Write out again, exactly, the lines below starting at the one with "bend_outer_radius, -depth), bend_outer_radius)" and ending at the one with "result = result.union(make_lead(first_lead_x".

Start of Record set

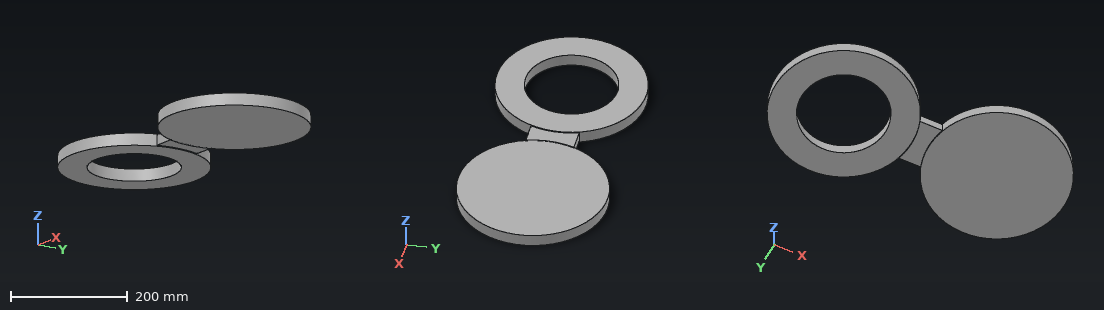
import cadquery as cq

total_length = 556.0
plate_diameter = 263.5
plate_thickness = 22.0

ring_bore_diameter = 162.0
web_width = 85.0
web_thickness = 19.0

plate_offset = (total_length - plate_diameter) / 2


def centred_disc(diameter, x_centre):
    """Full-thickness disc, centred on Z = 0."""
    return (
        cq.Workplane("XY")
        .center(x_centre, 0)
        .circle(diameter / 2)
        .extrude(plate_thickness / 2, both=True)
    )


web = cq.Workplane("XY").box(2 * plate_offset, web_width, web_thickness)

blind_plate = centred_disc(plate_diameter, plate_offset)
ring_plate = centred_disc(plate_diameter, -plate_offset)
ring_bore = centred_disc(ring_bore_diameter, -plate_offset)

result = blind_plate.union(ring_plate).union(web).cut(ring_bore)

End of Record set
Start of Record set

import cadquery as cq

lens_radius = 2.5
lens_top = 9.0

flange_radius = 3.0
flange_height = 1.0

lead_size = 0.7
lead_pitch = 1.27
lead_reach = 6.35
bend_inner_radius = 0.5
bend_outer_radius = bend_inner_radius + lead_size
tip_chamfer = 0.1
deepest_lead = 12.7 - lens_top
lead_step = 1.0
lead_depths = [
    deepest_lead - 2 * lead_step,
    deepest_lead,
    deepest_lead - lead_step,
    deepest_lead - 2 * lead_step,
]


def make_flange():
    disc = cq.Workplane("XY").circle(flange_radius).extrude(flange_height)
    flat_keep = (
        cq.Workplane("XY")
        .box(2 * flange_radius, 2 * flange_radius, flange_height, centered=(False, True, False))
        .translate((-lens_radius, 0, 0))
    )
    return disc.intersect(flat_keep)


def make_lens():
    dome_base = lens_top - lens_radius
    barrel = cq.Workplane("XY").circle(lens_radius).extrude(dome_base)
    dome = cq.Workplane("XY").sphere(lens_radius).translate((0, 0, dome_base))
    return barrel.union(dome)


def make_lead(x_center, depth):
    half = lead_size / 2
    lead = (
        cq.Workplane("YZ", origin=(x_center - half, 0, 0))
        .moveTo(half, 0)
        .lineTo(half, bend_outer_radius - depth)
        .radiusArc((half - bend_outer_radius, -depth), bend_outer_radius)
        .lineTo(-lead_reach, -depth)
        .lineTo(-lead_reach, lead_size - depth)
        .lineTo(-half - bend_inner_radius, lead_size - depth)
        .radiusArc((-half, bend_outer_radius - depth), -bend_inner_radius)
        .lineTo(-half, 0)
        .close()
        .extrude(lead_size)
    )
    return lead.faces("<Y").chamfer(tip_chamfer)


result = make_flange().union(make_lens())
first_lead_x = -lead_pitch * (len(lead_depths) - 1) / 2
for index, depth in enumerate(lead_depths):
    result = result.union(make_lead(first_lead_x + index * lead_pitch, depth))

End of Record set
Start of Record set

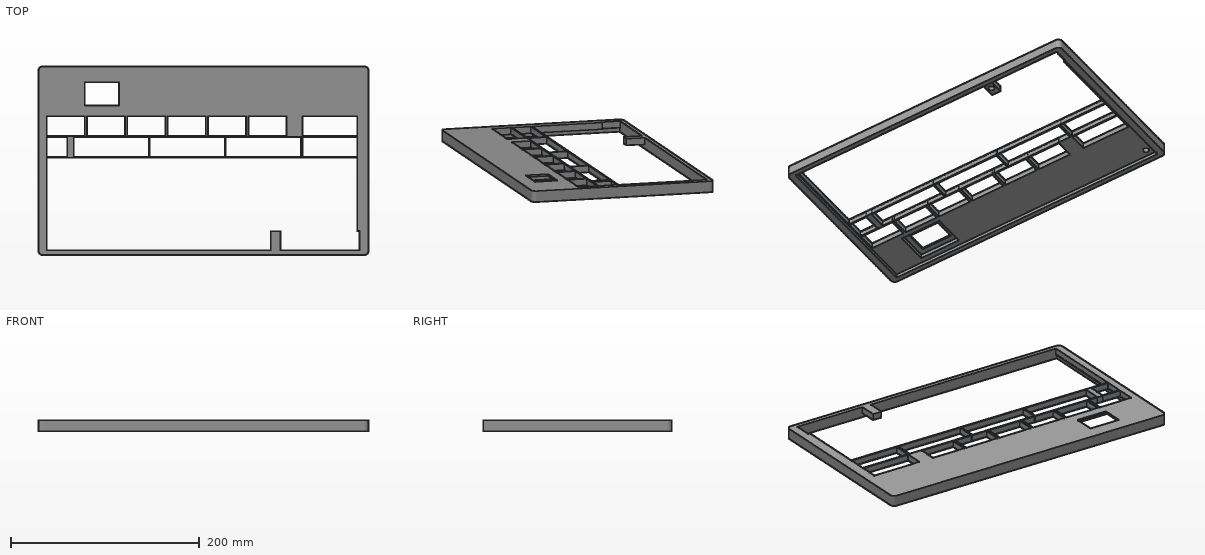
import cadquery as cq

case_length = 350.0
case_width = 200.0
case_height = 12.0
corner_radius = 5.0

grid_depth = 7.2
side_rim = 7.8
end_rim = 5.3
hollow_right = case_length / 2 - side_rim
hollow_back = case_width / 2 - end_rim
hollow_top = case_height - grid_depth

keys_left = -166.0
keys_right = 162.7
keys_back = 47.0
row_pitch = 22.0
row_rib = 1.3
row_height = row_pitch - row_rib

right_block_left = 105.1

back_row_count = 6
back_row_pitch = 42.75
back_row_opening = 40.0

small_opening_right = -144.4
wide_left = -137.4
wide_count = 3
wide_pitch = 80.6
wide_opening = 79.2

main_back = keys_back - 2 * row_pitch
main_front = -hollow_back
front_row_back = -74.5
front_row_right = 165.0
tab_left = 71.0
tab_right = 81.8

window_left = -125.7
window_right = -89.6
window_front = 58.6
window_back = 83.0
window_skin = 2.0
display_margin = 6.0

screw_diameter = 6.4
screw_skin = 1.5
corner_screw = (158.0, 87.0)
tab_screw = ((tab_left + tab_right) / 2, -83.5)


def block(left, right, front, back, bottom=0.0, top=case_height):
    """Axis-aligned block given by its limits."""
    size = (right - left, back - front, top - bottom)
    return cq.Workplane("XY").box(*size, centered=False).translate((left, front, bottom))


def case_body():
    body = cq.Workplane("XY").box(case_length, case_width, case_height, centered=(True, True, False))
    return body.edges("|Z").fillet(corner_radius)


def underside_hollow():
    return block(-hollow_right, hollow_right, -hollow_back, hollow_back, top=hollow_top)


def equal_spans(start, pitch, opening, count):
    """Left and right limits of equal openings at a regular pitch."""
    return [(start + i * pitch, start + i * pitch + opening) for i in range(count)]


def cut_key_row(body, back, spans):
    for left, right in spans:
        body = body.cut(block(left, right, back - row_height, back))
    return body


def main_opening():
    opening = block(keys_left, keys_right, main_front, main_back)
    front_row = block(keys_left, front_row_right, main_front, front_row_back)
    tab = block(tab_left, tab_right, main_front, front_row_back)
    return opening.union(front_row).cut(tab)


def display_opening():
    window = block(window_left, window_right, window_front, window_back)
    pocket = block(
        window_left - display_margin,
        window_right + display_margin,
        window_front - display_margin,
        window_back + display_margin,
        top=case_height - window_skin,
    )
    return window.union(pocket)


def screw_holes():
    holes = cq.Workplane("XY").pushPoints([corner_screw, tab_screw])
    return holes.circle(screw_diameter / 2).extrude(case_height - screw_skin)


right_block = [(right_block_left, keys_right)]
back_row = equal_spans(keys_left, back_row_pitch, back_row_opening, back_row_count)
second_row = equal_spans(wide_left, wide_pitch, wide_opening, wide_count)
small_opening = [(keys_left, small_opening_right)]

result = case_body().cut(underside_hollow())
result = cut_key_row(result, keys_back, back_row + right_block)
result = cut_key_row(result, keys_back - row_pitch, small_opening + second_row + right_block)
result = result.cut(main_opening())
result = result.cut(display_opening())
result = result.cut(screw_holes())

End of Record set

(Expected answer)
        .radiusArc((half - bend_outer_radius, -depth), bend_outer_radius)
        .lineTo(-lead_reach, -depth)
        .lineTo(-lead_reach, lead_size - depth)
        .lineTo(-half - bend_inner_radius, lead_size - depth)
        .radiusArc((-half, bend_outer_radius - depth), -bend_inner_radius)
        .lineTo(-half, 0)
        .close()
        .extrude(lead_size)
    )
    return lead.faces("<Y").chamfer(tip_chamfer)


result = make_flange().union(make_lens())
first_lead_x = -lead_pitch * (len(lead_depths) - 1) / 2
for index, depth in enumerate(lead_depths):
    result = result.union(make_lead(first_lead_x + index * lead_pitch, depth))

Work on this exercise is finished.